This study is among the first to examine the impact of patiromer on RAASi use in a large national, real-world pharmaco-epidemiological dataset. It is also the first study to compare the impact of high vs low patiromer adherence on RAASi utilization. This study of 13447 patiromer users found that RAASi use was significantly greater in patients whose patiromer adherence was high (PDC > 80%) than in patients whose patiromer adherence was lower (PDC ≤ 80%). Hyperkalemia management with patiromer was associated with significantly higher RAASi days supply and significantly higher RAASi PDC. Additionally, a greater proportion of patients adherent with patiromer reached the 80% ACEi, ARB, or MRA PDC threshold than patients with lower patiromer adherence.

In addition to our analysis of real-world post-approval data in a large, nationwide population, post hoc analysis of clinical trial data from small populations has indicated improved RAASi use in patients taking patiromer. In the OPAL-HK clinical trial, Weir et al[27] found that only 6% of patiromer users required discontinuation of RAASi, compared with 56% of patients taking a placebo. In a study of patients who were age 65 or older Weir et al[27] also found that 100% of patiromer users and 48% of those not taking patiromer were able to remain on RAASi therapy. Similar results were found for patients under age 65[39]. Another study found that in patients with and without HF, those taking patiromer were significantly more likely than patients taking a placebo to remain on guideline-recommended RAASi therapy[40]. RAASi use scores in the DIAMOND trial[30] were significantly higher in users of patiromer vs placebo.
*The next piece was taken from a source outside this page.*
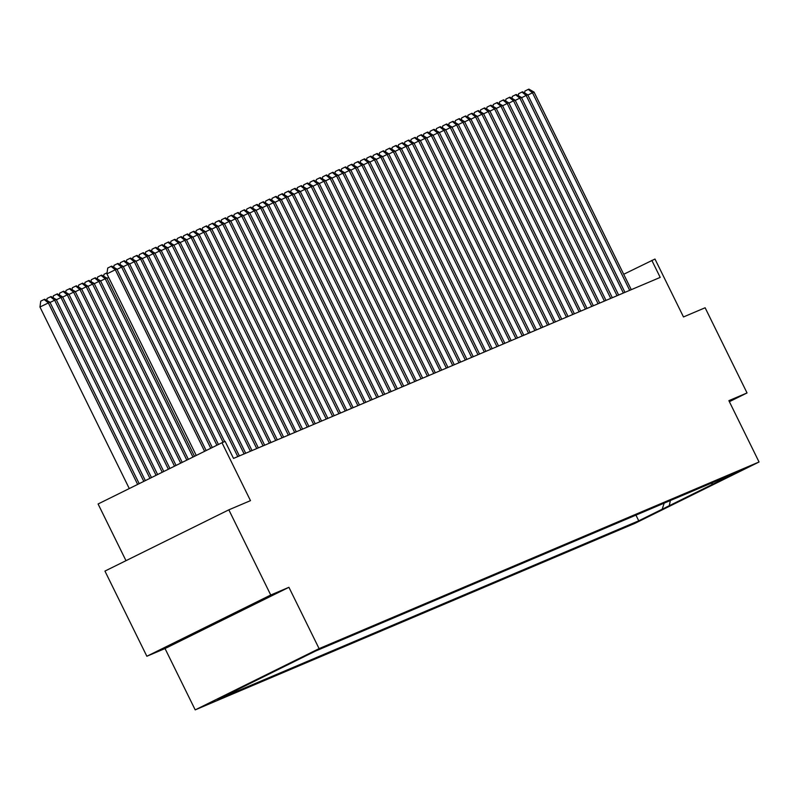 <?xml version="1.0" encoding="UTF-8"?>
<svg xmlns="http://www.w3.org/2000/svg" width="799" height="799" viewBox="0 0 799 799"><rect width="100%" height="100%" fill="white"/><g stroke="black" fill="none" stroke-linecap="round" stroke-linejoin="round"><path stroke-width="1.2" d="M745.627 468.274L724.004 478.931L745.627 468.274M195.206 709.882L635.165 523.235L759.05 461.992L319.091 648.628L195.206 709.882L165.033 648.548L288.918 587.305L270.741 595.015L146.856 656.259L165.033 648.548M146.856 656.259L104.939 571.085L228.834 509.832L250.477 500.643L221.982 442.726L98.087 503.979L125.992 560.678M729.377 401.687L747.045 392.948L705.127 307.765L683.485 316.953L654.98 259.036L623.699 274.277M270.741 595.015L228.834 509.832M221.982 442.726L225.138 441.388L233.518 458.416L660.204 277.403L651.824 260.374M293.992 661.352L316.324 650.426L293.972 661.312M710.94 483.315L713.068 484.054L736.508 472.469L315.515 651.065L217.747 699.405L638.741 520.808L662.181 509.223L664.179 503.15M713.068 484.054L662.181 509.223M288.918 587.305L319.091 648.628M747.045 392.948L728.868 400.659L759.05 461.992M241.378 687.23L241.188 687.819M635.944 515.125L638.741 520.808M669.133 506.266L670.381 500.524M179.705 640.598L254.332 603.704L179.705 640.598M241.518 609.817L241.777 610.336M204.125 628.094L204.464 628.783M204.614 451.305L115.286 269.762L116.864 269.093L206.152 450.546M196.244 455.45L106.916 273.897L115.286 269.762L111.071 266.377L111.7 266.107L116.864 269.093M106.916 273.897L107.725 268.035L111.071 266.377M139.186 483.655L49.898 302.202L39.95 307.006L129.278 488.559M39.95 307.006L40.759 301.143L44.105 299.485L48.32 302.871L137.648 484.414M44.105 299.485L44.734 299.216L49.898 302.202M210.766 448.269L121.608 267.086L123.186 266.407L212.304 447.51M113.778 267.305L114.047 265.348L117.393 263.69L121.608 267.086L117.004 269.363M117.393 263.69L118.022 263.42L123.186 266.407M216.909 445.233L127.93 264.399L129.508 263.73L218.447 444.474M120.1 264.619L120.359 262.671L123.715 261.013L127.93 264.399L123.316 266.676M123.715 261.013L124.344 260.744L129.508 263.73M223.081 442.256L134.252 261.722L135.83 261.043L224.669 441.587M126.422 261.942L126.681 259.985L130.037 258.327L134.252 261.722L129.638 264M130.037 258.327L130.666 258.057L135.83 261.043M237.792 456.609L140.574 259.036L142.152 258.367L239.37 455.939M132.734 259.256L133.004 257.308L136.359 255.65L140.574 259.036L135.96 261.313M136.359 255.65L136.989 255.38L142.152 258.367M145.338 480.618L56.22 299.515L54.642 300.194L143.8 481.378M46.811 300.414L47.081 298.456L51.056 296.529L56.22 299.515M50.427 296.799L54.642 300.194L50.037 302.471M151.48 477.582L62.542 296.838L60.964 297.508L149.942 478.341M53.134 297.727L53.393 295.78L57.378 293.852L62.542 296.838M56.749 294.122L60.964 297.508L56.349 299.785M157.623 474.536L68.864 294.152L67.286 294.831L156.085 475.305M59.456 295.051L59.715 293.093L63.7 291.166L68.864 294.152M63.071 291.435L67.286 294.831L62.672 297.108M163.775 471.5L75.186 291.475L73.608 292.144L162.237 472.259M65.768 292.364L66.037 290.417L70.022 288.489L75.186 291.475M69.393 288.759L73.608 292.144L68.994 294.422M244.114 453.932L146.896 256.359L148.474 255.68L245.692 453.253M139.056 256.579L139.326 254.621L142.671 252.963L146.896 256.359L142.282 258.636M142.671 252.963L143.311 252.694L148.474 255.68M169.917 468.464L81.508 288.789L79.93 289.468L168.379 469.223M72.09 289.687L72.359 287.73L76.344 285.802L81.508 288.789M75.705 286.072L79.93 289.468L75.316 291.745M250.427 451.245L153.218 253.673L154.796 253.003L252.015 450.576M145.378 253.892L145.648 251.945L148.994 250.287L153.218 253.673L148.604 255.95M148.994 250.287L149.633 250.017L154.796 253.003M176.06 465.427L87.83 286.112L86.252 286.781L174.522 466.187M78.412 287.001L78.682 285.053L82.667 283.126L87.83 286.112M82.027 283.395L86.252 286.781L81.638 289.058M256.749 448.569L159.53 250.996L161.118 250.317L258.337 447.889M151.7 251.216L151.97 249.258L155.316 247.6L159.53 250.996L154.926 253.273M155.316 247.6L155.955 247.33L161.118 250.317M182.212 462.391L94.152 283.425L92.564 284.104L180.674 463.15M84.734 284.324L85.004 282.367L88.989 280.439L94.152 283.425M88.349 280.709L92.564 284.104L87.96 286.382M263.071 445.882L165.852 248.309L167.44 247.64L264.659 445.213M158.022 248.529L158.292 246.581L161.638 244.923L165.852 248.309L161.248 250.586M161.638 244.923L162.267 244.654L167.44 247.64M188.354 459.345L100.474 280.749L98.886 281.418L186.816 460.104M91.056 281.638L91.326 279.69L95.301 277.762L100.474 280.749M94.672 278.032L98.886 281.418L94.282 283.695M269.393 443.205L172.175 245.633L173.763 244.953L270.971 442.526M164.344 245.852L164.614 243.895L167.96 242.237L172.175 245.633L167.57 247.91M167.96 242.237L168.589 241.967L173.763 244.953M275.715 440.519L178.497 242.946L180.075 242.277L277.293 439.849M170.666 243.166L170.936 241.218L174.282 239.56L178.497 242.946L173.892 245.223M174.282 239.56L174.911 239.291L180.075 242.277M282.037 437.842L184.819 240.269L186.397 239.59L283.615 437.163M176.988 240.489L177.258 238.531L180.604 236.874L184.819 240.269L180.214 242.546M180.604 236.874L181.233 236.604L186.397 239.59M288.359 435.155L191.141 237.583L192.719 236.913L289.937 434.486M183.311 237.802L183.58 235.855L186.926 234.197L191.141 237.583L186.537 239.86M186.926 234.197L187.555 233.927L192.719 236.913M294.681 432.479L197.463 234.906L199.041 234.227L296.259 431.8M189.633 235.126L189.892 233.168L193.248 231.51L197.463 234.906L192.849 237.183M193.248 231.51L193.877 231.241L199.041 234.227M301.003 429.792L203.785 232.219L205.363 231.55L302.581 429.123M195.955 232.439L196.214 230.492L199.57 228.834L203.785 232.219L199.171 234.497M199.57 228.834L200.199 228.564L205.363 231.55M307.325 427.115L210.107 229.543L211.685 228.864L308.903 426.436M202.267 229.762L202.537 227.805L205.892 226.147L210.107 229.543L205.493 231.82M205.892 226.147L206.522 225.877L211.685 228.864M313.647 424.429L216.429 226.856L218.007 226.187L315.225 423.76M208.589 227.076L208.859 225.128L212.204 223.47L216.429 226.856L211.815 229.133M212.204 223.47L212.844 223.201L218.007 226.187M319.96 421.752L222.751 224.179L224.329 223.5L321.548 421.073M214.911 224.399L215.181 222.442L218.527 220.784L222.751 224.179L218.137 226.457M218.527 220.784L219.166 220.514L224.329 223.5M326.282 419.066L229.063 221.493L230.651 220.824L327.87 418.396M221.233 221.713L221.503 219.765L224.849 218.107L229.063 221.493L224.459 223.77M224.849 218.107L225.488 217.837L230.651 220.824M332.604 416.389L235.385 218.816L236.973 218.137L334.192 415.71M227.555 219.036L227.825 217.078L231.171 215.42L235.385 218.816L230.781 221.093M231.171 215.42L231.8 215.151L236.973 218.137M338.926 413.702L241.707 216.13L243.296 215.46L340.504 413.033M233.877 216.349L234.147 214.402L237.493 212.744L241.707 216.13L237.103 218.407M237.493 212.744L238.122 212.474L243.296 215.46M194.497 456.309L106.796 278.062L105.208 278.741L192.958 457.068M97.378 278.961L97.648 277.003L101.623 275.076L106.796 278.062M100.994 275.345L105.208 278.741L100.604 281.018M103.7 276.274L103.97 274.327L107.066 272.789M108.674 277.473L106.926 278.332M345.248 411.026L248.03 213.453L249.608 212.774L346.826 410.346M240.199 213.673L240.469 211.715L243.815 210.057L248.03 213.453L243.425 215.73M243.815 210.057L244.444 209.787L249.608 212.774M351.57 408.339L254.352 210.766L255.93 210.097L353.148 407.67M246.521 210.986L246.791 209.038L250.137 207.38L254.352 210.766L249.747 213.043M250.137 207.38L250.766 207.111L255.93 210.097M357.892 405.662L260.674 208.09L262.252 207.41L359.47 404.983M252.844 208.309L253.113 206.352L256.459 204.694L260.674 208.09L256.07 210.367M256.459 204.694L257.088 204.424L262.252 207.41M364.214 402.976L266.996 205.403L268.574 204.734L365.792 402.306M259.166 205.623L259.425 203.675L262.781 202.017L266.996 205.403L262.382 207.68M262.781 202.017L263.41 201.748L268.574 204.734M370.536 400.299L273.318 202.726L274.896 202.047L372.114 399.62M265.488 202.946L265.747 200.988L269.103 199.331L273.318 202.726L268.704 205.003M269.103 199.331L269.732 199.061L274.896 202.047M376.858 397.612L279.64 200.04L281.218 199.37L378.436 396.943M271.8 200.259L272.069 198.312L275.425 196.654L279.64 200.04L275.026 202.317M275.425 196.654L276.054 196.384L281.218 199.37M383.18 394.936L285.962 197.363L287.54 196.684L384.758 394.257M278.122 197.583L278.392 195.625L281.737 193.967L285.962 197.363L281.348 199.64M281.737 193.967L282.377 193.698L287.54 196.684M389.493 392.249L292.284 194.676L293.862 194.007L391.081 391.58M284.444 194.896L284.714 192.949L288.059 191.291L292.284 194.676L287.67 196.953M288.059 191.291L288.699 191.021L293.862 194.007M395.815 389.572L298.596 192L300.184 191.321L397.403 388.893M290.766 192.219L291.036 190.262L294.382 188.604L298.596 192L293.992 194.277M294.382 188.604L295.021 188.334L300.184 191.321M402.137 386.886L304.918 189.313L306.506 188.644L403.725 386.217M297.088 189.533L297.358 187.585L300.704 185.927L304.918 189.313L300.314 191.59M300.704 185.927L301.333 185.658L306.506 188.644M408.459 384.209L311.24 186.636L312.828 185.957L410.037 383.53M303.41 186.856L303.68 184.899L307.026 183.241L311.24 186.636L306.636 188.914M307.026 183.241L307.655 182.971L312.828 185.957M414.781 381.523L317.563 183.95L319.141 183.281L416.359 380.853M309.732 184.169L310.002 182.222L313.348 180.564L317.563 183.95L312.958 186.227M313.348 180.564L313.977 180.294L319.141 183.281M421.103 378.846L323.885 181.273L325.463 180.594L422.681 378.167M316.054 181.493L316.324 179.535L319.67 177.877L323.885 181.273L319.28 183.55M319.67 177.877L320.299 177.608L325.463 180.594M427.425 376.159L330.207 178.586L331.785 177.917L429.003 375.49M322.377 178.806L322.646 176.859L325.992 175.201L330.207 178.586L325.602 180.864M325.992 175.201L326.621 174.931L331.785 177.917M433.747 373.483L336.529 175.91L338.107 175.231L435.325 372.803M328.699 176.13L328.958 174.172L332.314 172.514L336.529 175.91L331.915 178.187M332.314 172.514L332.943 172.244L338.107 175.231M440.069 370.796L342.851 173.223L344.429 172.554L441.647 370.127M335.021 173.443L335.28 171.495L338.636 169.837L342.851 173.223L338.237 175.5M338.636 169.837L339.265 169.568L344.429 172.554M446.391 368.119L349.173 170.547L350.751 169.867L447.969 367.44M341.333 170.766L341.602 168.809L344.958 167.151L349.173 170.547L344.559 172.824M344.958 167.151L345.587 166.881L350.751 169.867M452.713 365.433L355.495 167.86L357.073 167.191L454.291 364.763M347.655 168.08L347.925 166.132L351.27 164.474L355.495 167.86L350.881 170.137M351.27 164.474L351.91 164.204L357.073 167.191M459.026 362.756L361.817 165.183L363.395 164.504L460.614 362.077M353.977 165.403L354.247 163.445L357.592 161.788L361.817 165.183L357.203 167.46M357.592 161.788L358.232 161.518L363.395 164.504M465.348 360.069L368.129 162.497L369.717 161.827L466.936 359.4M360.299 162.716L360.569 160.769L363.915 159.111L368.129 162.497L363.525 164.774M363.915 159.111L364.554 158.841L369.717 161.827M471.67 357.393L374.451 159.82L376.039 159.141L473.258 356.714M366.621 160.04L366.891 158.082L370.237 156.424L374.451 159.82L369.847 162.097M370.237 156.424L370.866 156.155L376.039 159.141M477.992 354.706L380.773 157.133L382.361 156.464L479.57 354.037M372.943 157.353L373.213 155.405L376.559 153.748L380.773 157.133L376.169 159.41M376.559 153.748L377.188 153.478L382.361 156.464M484.314 352.029L387.096 154.457L388.674 153.778L485.892 351.35M379.265 154.676L379.535 152.719L382.881 151.061L387.096 154.457L382.491 156.734M382.881 151.061L383.51 150.791L388.674 153.778M490.636 349.343L393.418 151.77L394.996 151.101L492.214 348.674M385.587 151.99L385.857 150.042L389.203 148.384L393.418 151.77L388.813 154.047M389.203 148.384L389.832 148.115L394.996 151.101M496.958 346.666L399.74 149.093L401.318 148.414L498.536 345.987M391.909 149.313L392.179 147.356L395.525 145.698L399.74 149.093L395.135 151.371M395.525 145.698L396.154 145.428L401.318 148.414M503.28 343.979L406.062 146.407L407.64 145.738L504.858 343.31M398.232 146.626L398.491 144.679L401.847 143.021L406.062 146.407L401.448 148.684M401.847 143.021L402.476 142.751L407.64 145.738M509.602 341.303L412.384 143.73L413.962 143.051L511.18 340.624M404.554 143.95L404.813 141.992L408.169 140.334L412.384 143.73L407.77 146.007M408.169 140.334L408.798 140.065L413.962 143.051M515.924 338.616L418.706 141.043L420.284 140.374L517.502 337.947M410.866 141.263L411.135 139.316L414.491 137.658L418.706 141.043L414.092 143.321M414.491 137.658L415.12 137.388L420.284 140.374M522.246 335.94L425.028 138.367L426.606 137.688L523.824 335.26M417.188 138.587L417.458 136.629L420.803 134.971L425.028 138.367L420.414 140.644M420.803 134.971L421.443 134.701L426.606 137.688M528.558 333.253L431.35 135.68L432.928 135.011L530.146 332.584M423.51 135.9L423.78 133.952L427.125 132.294L431.35 135.68L426.736 137.957M427.125 132.294L427.765 132.025L432.928 135.011M534.881 330.576L437.662 133.004L439.25 132.324L536.469 329.897M429.832 133.223L430.102 131.266L433.448 129.608L437.662 133.004L433.058 135.281M433.448 129.608L434.087 129.338L439.25 132.324M541.203 327.89L443.984 130.317L445.572 129.648L542.791 327.22M436.154 130.537L436.424 128.589L439.77 126.931L443.984 130.317L439.38 132.594M439.77 126.931L440.399 126.661L445.572 129.648M547.525 325.213L450.306 127.64L451.894 126.961L549.103 324.534M442.476 127.86L442.746 125.902L446.092 124.245L450.306 127.64L445.702 129.917M446.092 124.245L446.721 123.975L451.894 126.961M553.847 322.526L456.628 124.954L458.207 124.284L555.425 321.857M448.798 125.173L449.068 123.226L452.414 121.568L456.628 124.954L452.024 127.231M452.414 121.568L453.043 121.298L458.207 124.284M560.169 319.85L462.951 122.277L464.529 121.598L561.747 319.171M455.12 122.497L455.39 120.539L458.736 118.881L462.951 122.277L458.346 124.554M458.736 118.881L459.365 118.612L464.529 121.598M566.491 317.163L469.273 119.59L470.851 118.921L568.069 316.494M461.442 119.81L461.712 117.862L465.058 116.205L469.273 119.59L464.668 121.867M465.058 116.205L465.687 115.935L470.851 118.921M572.813 314.486L475.595 116.914L477.173 116.235L574.391 313.807M467.765 117.133L468.024 115.176L471.38 113.518L475.595 116.914L470.981 119.191M471.38 113.518L472.009 113.248L477.173 116.235M579.135 311.8L481.917 114.227L483.495 113.558L580.713 311.131M474.087 114.447L474.346 112.499L477.702 110.841L481.917 114.227L477.303 116.504M477.702 110.841L478.331 110.572L483.495 113.558M585.457 309.123L488.239 111.55L489.817 110.871L587.035 308.444M480.399 111.77L480.668 109.813L484.024 108.155L488.239 111.55L483.625 113.828M484.024 108.155L484.653 107.885L489.817 110.871M591.779 306.436L494.561 108.864L496.139 108.195L593.357 305.767M486.721 109.083L486.991 107.136L490.336 105.478L494.561 108.864L489.947 111.141M490.336 105.478L490.976 105.208L496.139 108.195M598.091 303.76L500.883 106.187L502.461 105.508L599.679 303.081M493.043 106.407L493.313 104.449L496.658 102.791L500.883 106.187L496.269 108.464M496.658 102.791L497.298 102.522L502.461 105.508M604.414 301.073L507.195 103.5L508.783 102.831L606.002 300.404M499.365 103.72L499.635 101.773L502.98 100.115L507.195 103.5L502.591 105.778M502.98 100.115L503.62 99.845L508.783 102.831M610.736 298.397L513.517 100.824L515.105 100.145L612.324 297.717M505.687 101.044L505.957 99.086L509.303 97.428L513.517 100.824L508.913 103.101M509.303 97.428L509.932 97.158L515.105 100.145M617.058 295.71L519.839 98.137L521.427 97.468L618.636 295.041M512.009 98.357L512.279 96.409L515.625 94.751L519.839 98.137L515.235 100.414M515.625 94.751L516.254 94.482L521.427 97.468M623.38 293.033L526.161 95.461L527.74 94.781L624.958 292.354M518.331 95.68L518.601 93.723L521.947 92.065L526.161 95.461L521.557 97.738M521.947 92.065L522.576 91.795L527.74 94.781M629.702 290.347L532.484 92.774L534.062 92.105L631.28 289.677M524.653 92.994L524.923 91.046L528.269 89.388L532.484 92.774L527.879 95.051M528.269 89.388L528.898 89.118L534.062 92.105"/></g></svg>

These studies show that patiromer use is associated with better adherence to RAASi guidelines in clinical trials, but the implementation of guidelines in real-world practice settings has had wide gaps, particularly due to hyperkalemia[41]. Hyperkalemia results in an inability to initiate RAASi, premature discontinuation of RAASi therapy, RAASi non-adherence, and non-goal-directed RAASi dosing[16-24]. The gap between implementation of RAASi-guideline-adherent therapy in clinical trials and its implementation in real-world practice highlights the need for larger studies of the impact of patiromer and other potassium binders on RAASi adherence in patients with hyperkalemia from non-clinical-trial settings.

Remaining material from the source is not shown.